** Material for the task follows **

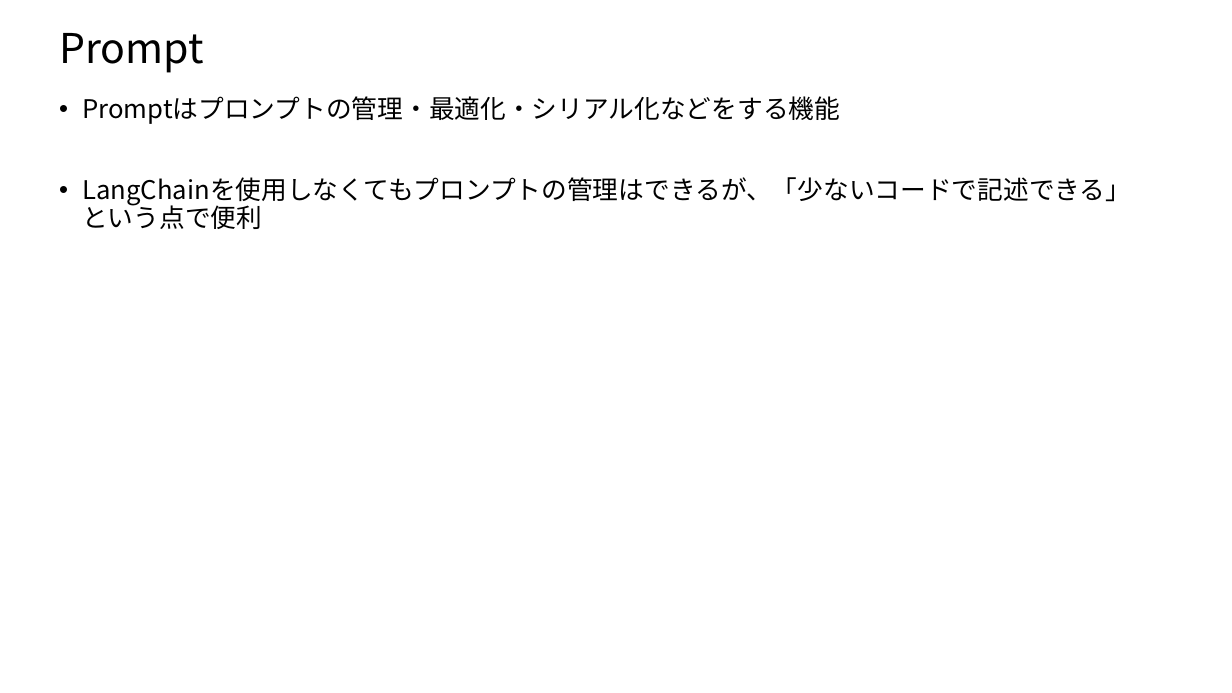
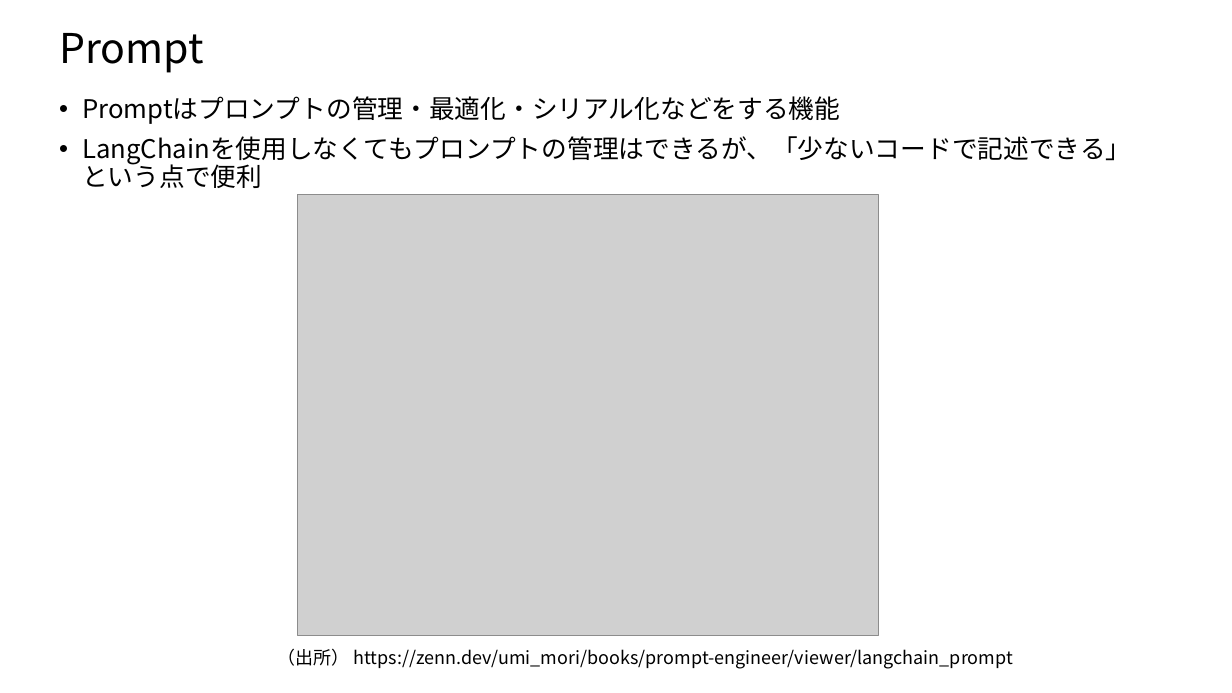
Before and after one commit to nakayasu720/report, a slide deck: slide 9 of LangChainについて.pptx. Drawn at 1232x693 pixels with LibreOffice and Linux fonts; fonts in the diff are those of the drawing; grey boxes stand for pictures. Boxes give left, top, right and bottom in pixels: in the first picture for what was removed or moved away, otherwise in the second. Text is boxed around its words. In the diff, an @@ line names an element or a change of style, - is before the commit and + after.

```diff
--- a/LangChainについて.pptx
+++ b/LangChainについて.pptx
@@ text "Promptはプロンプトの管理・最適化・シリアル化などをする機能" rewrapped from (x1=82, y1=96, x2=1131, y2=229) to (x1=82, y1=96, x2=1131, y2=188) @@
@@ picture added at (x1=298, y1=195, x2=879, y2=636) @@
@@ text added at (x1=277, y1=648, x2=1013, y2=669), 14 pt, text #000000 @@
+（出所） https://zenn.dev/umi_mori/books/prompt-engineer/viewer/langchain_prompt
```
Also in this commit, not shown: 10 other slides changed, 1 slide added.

** End of Material for the task **
** Material for the task follows **

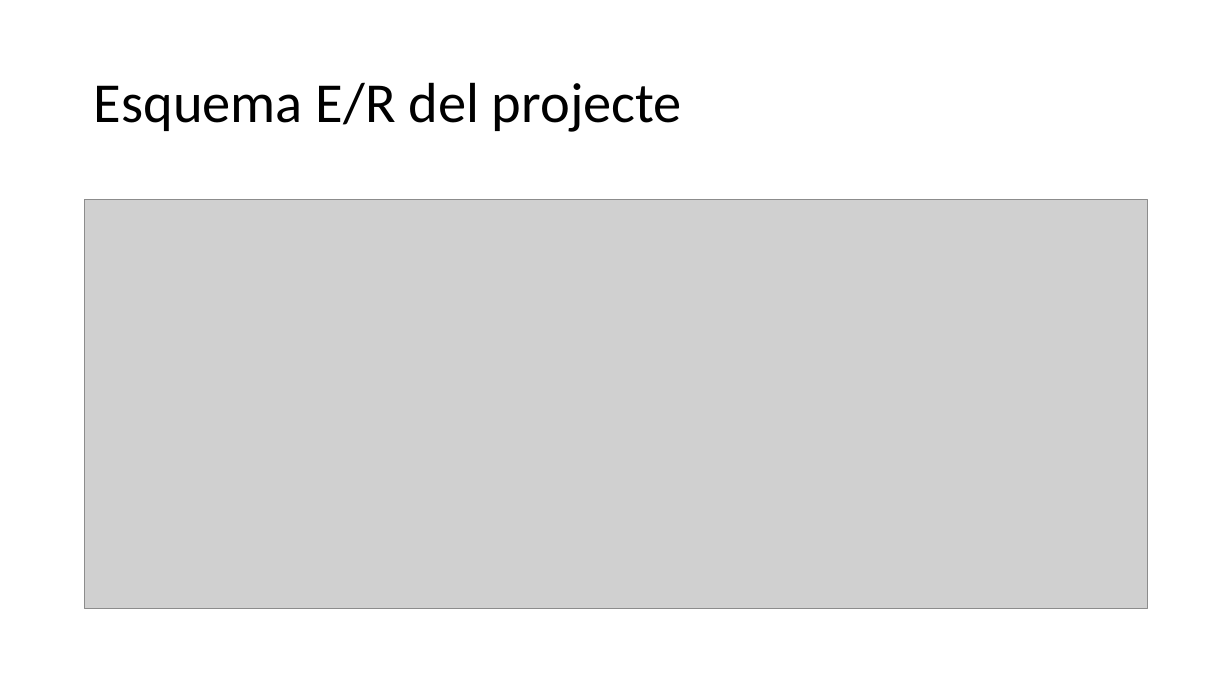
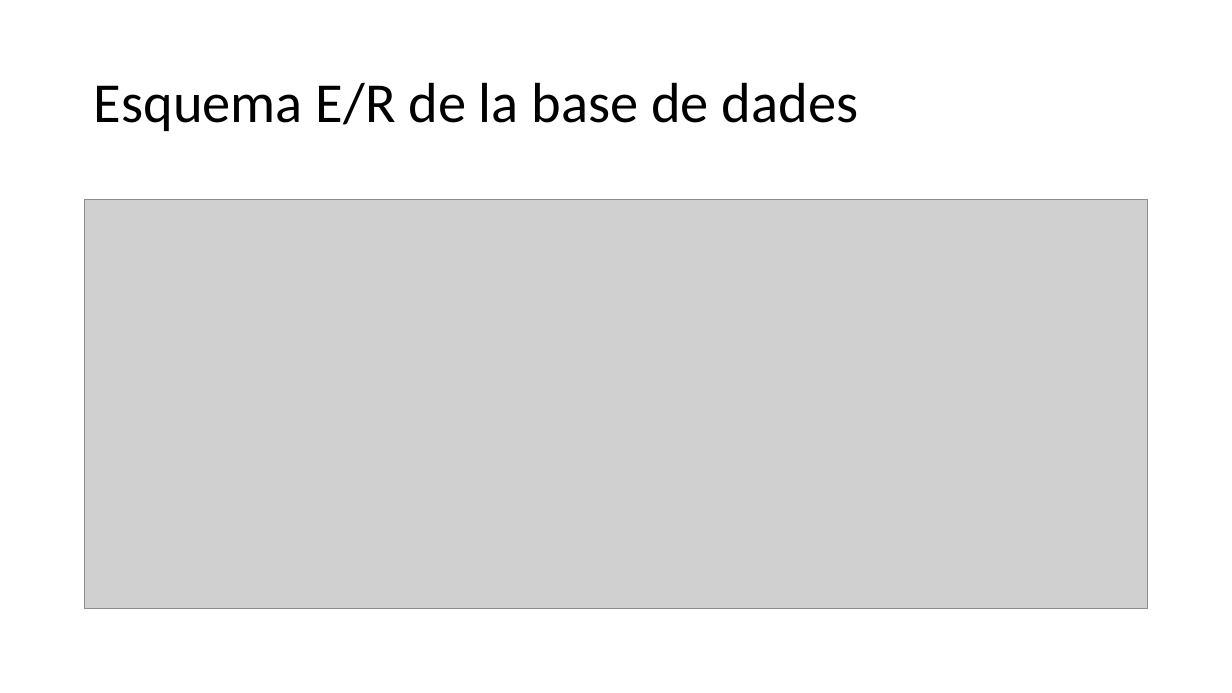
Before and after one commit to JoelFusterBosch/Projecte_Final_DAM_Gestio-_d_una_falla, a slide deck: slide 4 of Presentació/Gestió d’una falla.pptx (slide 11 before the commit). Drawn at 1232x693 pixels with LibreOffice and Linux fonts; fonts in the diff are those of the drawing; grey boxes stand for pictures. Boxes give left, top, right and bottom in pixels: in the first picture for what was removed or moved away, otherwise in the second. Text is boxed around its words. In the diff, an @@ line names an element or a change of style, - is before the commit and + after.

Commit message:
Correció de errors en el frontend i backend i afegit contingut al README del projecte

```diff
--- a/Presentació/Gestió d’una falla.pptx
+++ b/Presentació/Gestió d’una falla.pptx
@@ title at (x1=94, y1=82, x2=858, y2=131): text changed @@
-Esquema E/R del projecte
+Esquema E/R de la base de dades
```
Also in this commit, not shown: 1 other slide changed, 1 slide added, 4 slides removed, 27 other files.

** End of Material for the task **

• [About this exercise] Lines with the word "Presentació" in them are the answer; report each one from the data.

• [Reply to the task]
Before and after one commit to JoelFusterBosch/Projecte_Final_DAM_Gestio-_d_una_falla, a slide deck: slide 4 of Presentació/Gestió d’una falla.pptx (slide 11 before the commit). Drawn at 1232x693 pixels with LibreOffice and Linux fonts; fonts in the diff are those of the drawing; grey boxes stand for pictures. Boxes give left, top, right and bottom in pixels: in the first picture for what was removed or moved away, otherwise in the second. Text is boxed around its words. In the diff, an @@ line names an element or a change of style, - is before the commit and + after.
--- a/Presentació/Gestió d’una falla.pptx
+++ b/Presentació/Gestió d’una falla.pptx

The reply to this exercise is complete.